GREENBELT – The Eleanor Roosevelt Raiders were clinging to a two-run lead against the Northwestern Wildcats at the bottom of the fourth, and thanks to an acrobatic leap from Northwestern junior Nick Libcke, momentum was slipping from the Raiders’ grasp. At the bottom of the following inning, sophomore Hector De La Rosa waited patiently at […]
GREENBELT – The Eleanor Roosevelt Raiders were clinging to a two-run lead against the Northwestern Wildcats at the bottom of the fourth, and thanks to an acrobatic leap from Northwestern junior Nick Libcke, momentum was slipping from the Raiders’ grasp.
At the bottom of the following inning, sophomore Hector De La Rosa waited patiently at third base after starting the Raiders off with a single. He looked over at his coach, who gave him the call and he began to creep closer to home plate.
Then, as the Wildcats’ pitcher began to wind up to throw, De La Rosa took off. He sprinted down the white line and slid home, giving the Raiders their second-largest lead of the day.
Then it happened again, and then again. And by the time sophomore Brian Bailey jogged home on another stolen base on a brisk and windy afternoon on April 6, the Raiders had taken the game in six innings with an 18-8 win.
“We got off to a rough start…but fortunately, we hit the ball a little bit, had some good at-bats,” Eleanor Roosevelt Head Coach Andrew Capece said. “So it kind of overshadowed the mistakes we made.”
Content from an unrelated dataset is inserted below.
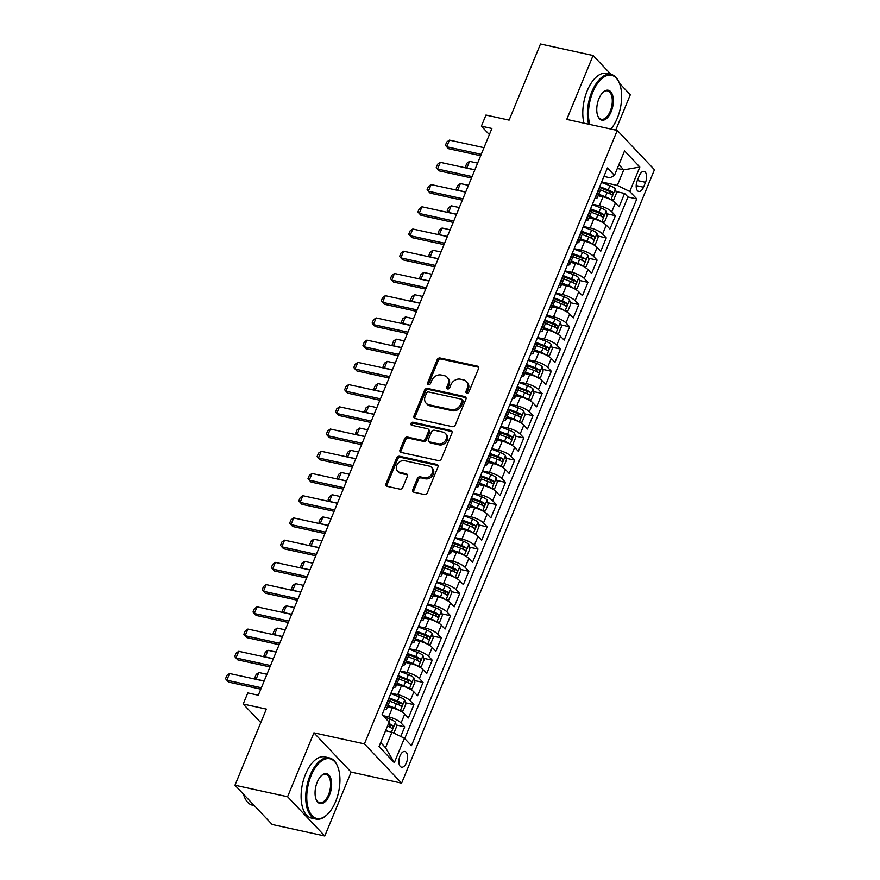 <?xml version="1.0" encoding="UTF-8"?>
<svg xmlns="http://www.w3.org/2000/svg" width="880" height="880" viewBox="0 0 880 880"><rect width="100%" height="100%" fill="white"/><g stroke="black" fill="none" stroke-linecap="round" stroke-linejoin="round"><path stroke-width="1.32" d="M466.829 393.151A1.727 1.397 -43.5 0 0 468.908 391.941L478.467 368.764A2.464 2.002 -43.5 0 0 477.301 366.124L440.121 357.995A2.464 2.002 -43.5 0 0 437.151 359.722L427.603 382.899A1.727 1.397 -43.5 0 0 430.496 383.537L431.728 380.534A7.865 6.391 -43.5 0 1 441.221 375.001L444.312 375.672A7.865 6.391 -43.5 0 1 447.15 377.245A7.865 6.391 -43.5 0 1 448.041 384.109L446.809 387.101A1.727 1.397 -43.5 0 0 449.702 387.739L450.934 384.736A7.865 6.391 -43.5 0 1 460.427 379.203L463.518 379.874A7.865 6.391 -43.5 0 1 466.356 381.447A7.865 6.391 -43.5 0 1 467.258 388.311L466.015 391.303A1.727 1.397 -43.5 0 0 466.829 393.151M406.439 762.718A8.019 4.092 102.3 0 0 404.932 751.487A8.019 4.092 102.3 0 0 400.004 755.92A8.019 4.092 102.3 0 0 401.511 767.151A8.019 4.092 102.3 0 0 406.439 762.718M412.786 489.599A2.464 2.002 -43.5 0 0 413.952 492.228L424.38 494.516A2.464 2.002 -43.5 0 0 427.35 492.778L437.954 467.038A2.464 2.002 -43.5 0 0 436.788 464.409L399.608 456.269A2.464 2.002 -43.5 0 0 396.649 458.007L386.034 483.747A2.464 2.002 -43.5 0 0 387.2 486.376L399.806 489.137A2.464 2.002 -43.5 0 0 402.765 487.41L407.308 476.388A2.464 2.002 -43.5 0 0 406.142 473.759L399.894 472.384A6.578 5.346 -43.5 0 1 397.518 471.075A6.578 5.346 -43.5 0 1 397.551 463.925A6.578 5.346 -43.5 0 1 404.701 460.713L429.176 466.07A6.578 5.346 -43.5 0 1 431.552 467.379A6.578 5.346 -43.5 0 1 431.519 474.529A6.578 5.346 -43.5 0 1 424.369 477.741L420.288 476.85A2.464 2.002 -43.5 0 0 417.329 478.577L412.786 489.599L413.787 490.655A2.464 2.002 -43.5 0 0 413.688 492.151M611.017 74.437L593.087 55.506L540.485 44L509.102 120.12L485.958 115.06L481.382 126.17L491.898 128.469L258.302 695.222L247.786 692.923L243.199 704.033L260.788 722.59M287.584 796.73L324.786 836L351.12 772.101L313.918 732.831L287.584 796.73L234.971 785.224L266.354 709.093L243.199 704.033M313.918 732.831L364.419 743.875L617.254 130.449L654.456 169.73L401.621 783.145L364.419 743.875M593.087 55.506L566.753 119.405L617.254 130.449M452.342 426.668A2.464 2.002 -43.5 0 0 455.312 424.93L465.916 399.19A2.464 2.002 -43.5 0 0 464.75 396.561L427.581 388.421A2.464 2.002 -43.5 0 0 424.611 390.159L413.996 415.899A2.464 2.002 -43.5 0 0 415.162 418.528L452.342 426.668M451.935 433.114L441.331 458.854A2.464 2.002 -43.5 0 1 438.361 460.592L401.181 452.452A2.464 2.002 -43.5 0 1 400.015 449.823L404.558 438.801A2.464 2.002 -43.5 0 1 407.528 437.074L422.598 440.374A2.464 2.002 -43.5 0 0 425.568 438.647L428.582 431.332A2.464 2.002 -43.5 0 0 427.416 428.703L411.719 425.271A1.727 1.397 -43.5 0 1 412.973 422.213L450.769 430.485A2.464 2.002 -43.5 0 1 451.935 433.114M324.786 836L272.184 824.494L234.971 785.224M615.725 130.119L630.3 94.776L619.432 83.303M400.774 736.461L404.734 726.847L396.187 724.977M383.009 715.66L388.63 716.881A10.021 2.827 22.4 0 1 401.06 722.975L404.734 714.087L408.397 717.959L413.897 704.627L405.35 702.757M390.346 699.468L391.193 699.655M390.951 693.165L397.782 694.661A10.021 2.827 22.4 0 1 410.223 700.744L413.886 691.856L417.56 695.728L423.06 682.396L414.513 680.526M399.509 677.248L400.356 677.435M400.114 670.945L406.945 672.43A10.021 2.827 22.4 0 1 419.386 678.524L423.049 669.636L426.723 673.508L432.212 660.176L423.676 658.306M408.672 655.017L409.519 655.204M409.266 648.714L416.108 650.21A10.021 2.827 22.4 0 1 428.549 656.293L432.212 647.405L435.886 651.277L441.375 637.945L432.839 636.075M417.824 632.797L418.682 632.984M418.429 626.494L425.271 627.979A10.021 2.827 22.4 0 1 437.712 634.073L441.375 625.185L445.038 629.057L450.538 615.725L441.991 613.855M426.987 610.566L427.834 610.753M427.592 604.263L434.423 605.759A10.021 2.827 22.4 0 1 446.864 611.842L450.527 602.954L454.201 606.826L459.701 593.494L451.154 591.624M436.15 588.346L436.997 588.533M436.755 582.043L443.586 583.528A10.021 2.827 22.4 0 1 456.027 589.622L459.69 580.734L463.364 584.606L468.864 571.274L460.317 569.404M445.313 566.115L446.16 566.302M445.907 559.812L452.749 561.308A10.021 2.827 22.4 0 1 465.19 567.391L468.853 558.503L472.527 562.375L478.016 549.043L469.48 547.173M454.476 543.895L455.323 544.082M455.07 537.592L461.912 539.088A10.021 2.827 22.4 0 1 474.353 545.171L478.016 536.283L481.69 540.155L487.179 526.823L478.632 524.953M463.628 521.664L464.475 521.851M464.233 515.361L471.075 516.857A10.021 2.827 22.4 0 1 483.505 522.94L487.179 514.052L490.842 517.924L496.342 504.592L487.795 502.722M472.791 499.444L473.638 499.631M473.396 493.141L480.227 494.637A10.021 2.827 22.4 0 1 492.668 500.72L496.331 491.832L500.005 495.704L505.505 482.372L496.958 480.502M481.954 477.213L482.801 477.4M482.559 470.91L489.39 472.406A10.021 2.827 22.4 0 1 501.831 478.489L505.494 469.601L509.168 473.473L514.668 460.141L506.121 458.271M491.117 454.993L491.964 455.18M491.711 448.69L498.553 450.186A10.021 2.827 22.4 0 1 510.994 456.269L514.657 447.381L518.331 451.253L523.82 437.921L515.284 436.051M500.28 432.762L501.127 432.949M500.874 426.459L507.716 427.955A10.021 2.827 22.4 0 1 520.157 434.038L523.82 425.15L527.483 429.022L532.983 415.69L524.436 413.82M509.432 410.542L510.279 410.729M510.037 404.239L516.879 405.735A10.021 2.827 22.4 0 1 529.309 411.818L532.983 402.93L536.646 406.802L542.146 393.47L533.599 391.6M518.595 388.311L519.442 388.498M519.2 382.008L526.031 383.504A10.021 2.827 22.4 0 1 538.472 389.587L542.135 380.699L545.809 384.571L551.309 371.239L542.762 369.369M527.758 366.091L528.605 366.278M528.363 359.788L535.194 361.284A10.021 2.827 22.4 0 1 547.635 367.367L551.298 358.479L554.972 362.351L560.461 349.019L551.925 347.149M536.921 343.86L537.768 344.047M537.515 337.557L544.357 339.053A10.021 2.827 22.4 0 1 556.798 345.136L560.461 336.248L564.135 340.12L569.624 326.788L561.088 324.918M546.073 321.64L546.931 321.827M546.678 315.337L553.52 316.833A10.021 2.827 22.4 0 1 565.961 322.916L569.624 314.028L573.287 317.9L578.787 304.568L570.24 302.698M555.236 299.409L556.083 299.596M555.841 293.106L562.683 294.602A10.021 2.827 22.4 0 1 575.113 300.685L578.776 291.797L582.45 295.669L587.95 282.337L579.403 280.467M564.399 277.189L565.246 277.376M565.004 270.886L571.835 272.382A10.021 2.827 22.4 0 1 584.276 278.465L587.939 269.577L591.613 273.449L597.113 260.117L588.566 258.247M573.562 254.958L574.409 255.145M574.167 248.655L580.998 250.151A10.021 2.827 22.4 0 1 593.439 256.234L597.102 247.346L600.776 251.218L606.265 237.886L597.729 236.016M582.725 232.738L583.572 232.925M583.319 226.435L590.161 227.931A10.021 2.827 22.4 0 1 602.602 234.014L606.265 225.126L609.939 228.998L615.428 215.666L611.765 211.783A10.021 2.827 -157.6 0 0 599.324 205.7L592.482 204.204M591.877 210.507L592.735 210.694M606.881 213.796L615.428 215.666M404.734 714.087A10.021 2.827 -157.6 0 0 392.293 707.993L387.409 706.926M413.886 691.856A10.021 2.827 -157.6 0 0 401.445 685.773L396.572 684.706M423.049 669.636A10.021 2.827 -157.6 0 0 410.608 663.542L405.724 662.475M432.212 647.405A10.021 2.827 -157.6 0 0 419.771 641.322L414.887 640.255M441.375 625.185A10.021 2.827 -157.6 0 0 428.934 619.091L424.05 618.024M450.527 602.954A10.021 2.827 -157.6 0 0 438.097 596.871L433.213 595.804M459.69 580.734A10.021 2.827 -157.6 0 0 447.249 574.64L442.376 573.573M468.853 558.503A10.021 2.827 -157.6 0 0 456.412 552.42L451.528 551.353M478.016 536.283A10.021 2.827 -157.6 0 0 465.575 530.189L460.691 529.122M487.179 514.052A10.021 2.827 -157.6 0 0 474.738 507.969L469.854 506.902M496.331 491.832A10.021 2.827 -157.6 0 0 483.901 485.738L479.017 484.671M505.494 469.601A10.021 2.827 -157.6 0 0 493.053 463.518L488.18 462.451M514.657 447.381A10.021 2.827 -157.6 0 0 502.216 441.287L497.332 440.22M523.82 425.15A10.021 2.827 -157.6 0 0 511.379 419.067L506.495 418M532.983 402.93A10.021 2.827 -157.6 0 0 520.542 396.836L515.658 395.769M542.135 380.699A10.021 2.827 -157.6 0 0 529.694 374.616L524.821 373.549M551.298 358.479A10.021 2.827 -157.6 0 0 538.857 352.385L533.973 351.318M560.461 336.248A10.021 2.827 -157.6 0 0 548.02 330.165L543.136 329.098M569.624 314.028A10.021 2.827 -157.6 0 0 557.183 307.934L552.299 306.867M578.776 291.797A10.021 2.827 -157.6 0 0 566.346 285.714L561.462 284.647M587.939 269.577A10.021 2.827 -157.6 0 0 575.498 263.483L570.625 262.416M597.102 247.346A10.021 2.827 -157.6 0 0 584.661 241.263L579.777 240.196M606.265 225.126A10.021 2.827 -157.6 0 0 593.824 219.032L588.94 217.965M639.287 175.725L637.274 180.609A7.766 3.971 102.3 0 0 638.737 191.488A7.766 3.971 102.3 0 0 643.511 187.187L645.524 182.303A7.766 3.971 102.3 0 0 644.072 171.424A7.766 3.971 102.3 0 0 639.287 175.725M380.688 742.577L385.55 747.714L391.963 732.16L404.404 738.243L411.444 745.668L636.801 198.924L629.761 191.499L617.32 185.405L601.645 181.984M404.404 738.243L394.328 762.685L379.049 746.559L389.125 722.106L382.085 714.681L607.431 167.937L614.471 175.362L624.547 150.909L639.837 167.046L629.761 191.499M404.734 738.584L627.957 196.988L624.591 193.435L619.091 206.767L615.428 202.895A10.021 2.827 -157.6 0 0 602.987 196.812L598.103 195.745M594.858 198.44A10.021 2.827 -157.6 0 0 597.322 197.637A10.021 2.827 -157.6 0 0 596.475 195.657L596.145 195.305M597.322 197.637L600.985 188.738A10.021 2.827 -157.6 0 0 600.138 186.769L599.808 186.417M385.451 706.497L385.781 706.838A10.021 2.827 22.4 0 1 386.628 708.818A10.021 2.827 22.4 0 1 384.164 709.621M386.628 708.818L390.291 699.93A10.021 2.827 -157.6 0 0 389.444 697.95L389.114 697.609M394.614 684.266L394.944 684.618A10.021 2.827 22.4 0 1 395.791 686.587A10.021 2.827 22.4 0 1 393.327 687.401M395.791 686.587L399.454 677.699A10.021 2.827 -157.6 0 0 398.607 675.719L398.277 675.378M403.777 662.046L404.096 662.387A10.021 2.827 22.4 0 1 404.954 664.367A10.021 2.827 22.4 0 1 402.49 665.17M404.954 664.367L408.617 655.479A10.021 2.827 -157.6 0 0 407.77 653.499L407.44 653.158M412.94 639.815L413.259 640.167A10.021 2.827 22.4 0 1 414.106 642.136A10.021 2.827 22.4 0 1 411.642 642.95M414.106 642.136L417.78 633.248A10.021 2.827 -157.6 0 0 416.922 631.268L416.603 630.927M422.092 617.595L422.422 617.936A10.021 2.827 22.4 0 1 423.269 619.916A10.021 2.827 22.4 0 1 420.805 620.719M423.269 619.916L426.932 611.028A10.021 2.827 -157.6 0 0 426.085 609.048L425.766 608.707M431.255 595.364L431.585 595.716A10.021 2.827 22.4 0 1 432.432 597.685A10.021 2.827 22.4 0 1 429.968 598.499M432.432 597.685L436.095 588.797A10.021 2.827 -157.6 0 0 435.248 586.817L434.918 586.476M440.418 573.144L440.748 573.485A10.021 2.827 22.4 0 1 441.595 575.465A10.021 2.827 22.4 0 1 439.131 576.268M441.595 575.465L445.258 566.577A10.021 2.827 -157.6 0 0 444.411 564.597L444.081 564.256M449.581 550.913L449.9 551.265A10.021 2.827 22.4 0 1 450.758 553.234A10.021 2.827 22.4 0 1 448.294 554.048M450.758 553.234L454.421 544.346A10.021 2.827 -157.6 0 0 453.563 542.366L453.244 542.025M458.744 528.693L459.063 529.034A10.021 2.827 22.4 0 1 459.91 531.014A10.021 2.827 22.4 0 1 457.446 531.817M459.91 531.014L463.573 522.126A10.021 2.827 -157.6 0 0 462.726 520.146L462.407 519.805M467.896 506.462L468.226 506.814A10.021 2.827 22.4 0 1 469.073 508.794A10.021 2.827 22.4 0 1 466.609 509.597M469.073 508.794L472.736 499.895A10.021 2.827 -157.6 0 0 471.889 497.915L471.559 497.574M477.059 484.242L477.389 484.583A10.021 2.827 22.4 0 1 478.236 486.563A10.021 2.827 22.4 0 1 475.772 487.366M478.236 486.563L481.899 477.675A10.021 2.827 -157.6 0 0 481.052 475.695L480.722 475.354M486.222 462.011L486.541 462.363A10.021 2.827 22.4 0 1 487.399 464.343A10.021 2.827 22.4 0 1 484.935 465.146M487.399 464.343L491.062 455.444A10.021 2.827 -157.6 0 0 490.215 453.464L489.885 453.123M495.385 439.791L495.704 440.132A10.021 2.827 22.4 0 1 496.562 442.112A10.021 2.827 22.4 0 1 494.098 442.915M496.562 442.112L500.225 433.224A10.021 2.827 -157.6 0 0 499.367 431.244L499.048 430.903M504.537 417.56L504.867 417.912A10.021 2.827 22.4 0 1 505.714 419.892A10.021 2.827 22.4 0 1 503.25 420.695M505.714 419.892L509.377 410.993A10.021 2.827 -157.6 0 0 508.53 409.013L508.211 408.672M513.7 395.34L514.03 395.681A10.021 2.827 22.4 0 1 514.877 397.661A10.021 2.827 22.4 0 1 512.413 398.464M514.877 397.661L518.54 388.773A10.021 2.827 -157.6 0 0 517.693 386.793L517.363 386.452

The Raiders (3-1) came into the game against the Wildcats (3-3) after dropping their first loss of the year to Charles H. Flowers the day before. The team saw a severe drop in runs, scoring just seven after averaging 16 in the first two games of the season.
Capece’s squad got back to scoring in high volume against the Wildcats, but the team’s slow starts have come from allowing too many players on base.
“We have to throw strikes,” Capece said. “We walked like eight or nine guys against Flowers, and we walked a lot of guys early on today. But we’ll learn from it.”
Capece has tried out six different pitchers so far this season to see which players will fit into the role. Northwestern, however, tried out the same number of pitchers in just one game against the Raiders. That decision from Northwestern Head Coach Joe Woodring stemmed from the Wildcats’ future schedule, which featured a doubleheader the following day.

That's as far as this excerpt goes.